Maybe I was wrong in keeping this to myself, but I didn’t see what Grant would gain from knowing. It’s selfish; I know that now. By the look on his face, I can almost say with absolute certainty that I had judged this entire thing incorrectly.

“I’m sorry, what?” he asks, his voice no more than a whisper.

I look down. I can’t look at him. I feel the guilt mounting in my chest from how horribly I misjudged this entire situation. I saw everything as my pain and mine alone to bear.

“I was pregnant that day I called you. The day of the shooting.” Tears are falling down my cheeks, and I feel like my entire body is going to crumble.

There is a very likely chance we won't recover from this. Forgiveness might not be possible for him and I don't know how I'll cope with that loss on top of everything else my heart has endured.

He’s got a look of utter devastation. The weight of the silence between us is consuming me, so I repeat myself in case the words aren’t registering for him.

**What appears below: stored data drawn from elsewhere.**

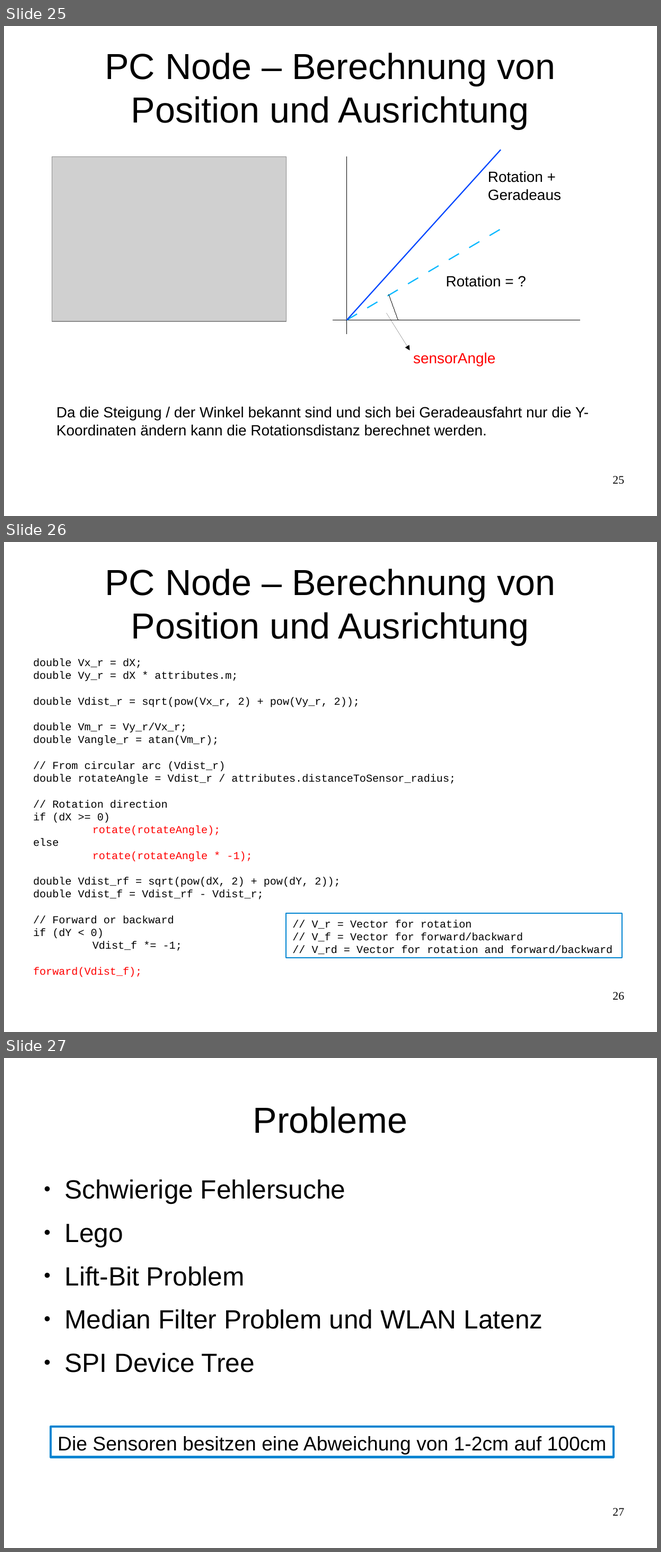
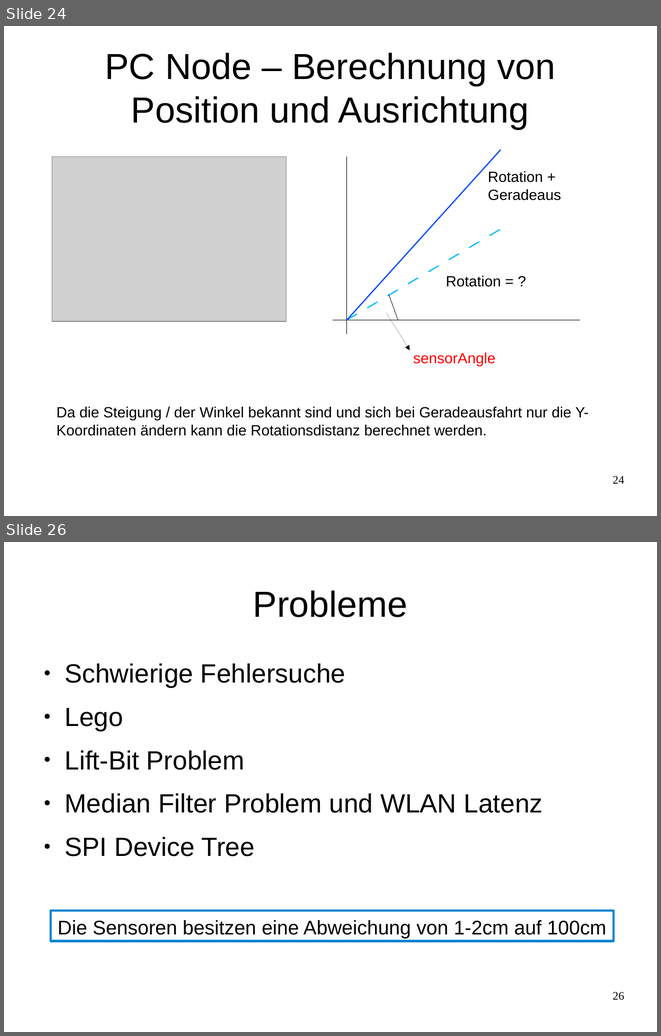
Before and after one commit to Smart-Minotaur/nxt_minotaur, a slide deck: doc/Präsentation.odp. Shown one above the other, each under a label of ours: slides 25, 26 and 27 before the commit, slides 24 and 26 after it; the slides between them are not shown. The pictures are 661x1552 and 661x1036 pixels, drawn with LibreOffice and Linux fonts; fonts in the diff are those of the drawing; grey boxes stand for pictures. Boxes give left, top, right and bottom in pixels: in the first picture for what was removed or moved away, otherwise in the second. Text is boxed around its words. In the diff, an @@ line names an element or a change of style, - is before the commit and + after.

```diff
--- a/doc/Präsentation.odp
+++ b/doc/Präsentation.odp
@@ slide 26 removed at (x1=4, y1=542, x2=657, y2=1032), background #FFFFFF @@
@@ title removed at (x1=105, y1=568, x2=555, y2=645) @@
-PC Node – Berechnung von Position und Ausrichtung
@@ text removed at (x1=33, y1=659, x2=456, y2=977) @@
-double Vx_r = dX;
-double Vy_r = dX * attributes.m;
-double Vdist_r = sqrt(pow(Vx_r, 2) + pow(Vy_r, 2));
-double Vm_r = Vy_r/Vx_r;
-double Vangle_r = atan(Vm_r);
-// From circular arc (Vdist_r)
-double rotateAngle = Vdist_r / attributes.distanceToSensor_radius;
-// Rotation direction
-if (dX >= 0)
-rotate(rotateAngle);
-else
-rotate(rotateAngle * -1);
-double Vdist_rf = sqrt(pow(dX, 2) + pow(dY, 2));
-double Vdist_f = Vdist_rf - Vdist_r;
-// Forward or backward
-if (dY < 0)
-Vdist_f *= -1;
-forward(Vdist_f);
@@ rectangle removed at (x1=286, y1=913, x2=622, y2=958) @@
-// V_r = Vector for rotation
-// V_f = Vector for forward/backward
-// V_rd = Vector for rotation and forward/backward
@@ page number removed at (x1=612, y1=991, x2=624, y2=1000) @@
-26
@@ what was slide 25 is now slide 24 @@
@@ page number at (x1=612, y1=475, x2=624, y2=483): text changed @@
-25
+24
@@ what was slide 27 is now slide 26 @@
@@ page number at (x1=612, y1=991, x2=624, y2=1000): text changed @@
-27
+26
```
Also in this commit, not shown: 3 slides changed, 1 slide added, 1 other slide removed, 2 other files.

“The day of the shooting, that’s why I said I had to talk to you.”

He’s nodding, absorbing my words, until he finally speaks. “Yeah, I heard that part already. I missed the part regarding why you didn’t tell me this when it happened?” He’s calm, but I can feel the tension radiating off his body.

There’s barely anyone out right now. The cold streets are quiet, but even if there was a crowd moving along this path we are standing on, I think nothing could take away my focus from the look of utter heartbreak I see on Grant’s face.

It feels like we are the only two human beings here, standing in New York, our hearts being ripped out in ways I never thought possible. I thought I had already lived through my hardest day, but it seems this one is a close second, and it’s one I could have avoided had I just taken Evelyn’s advice and been honest.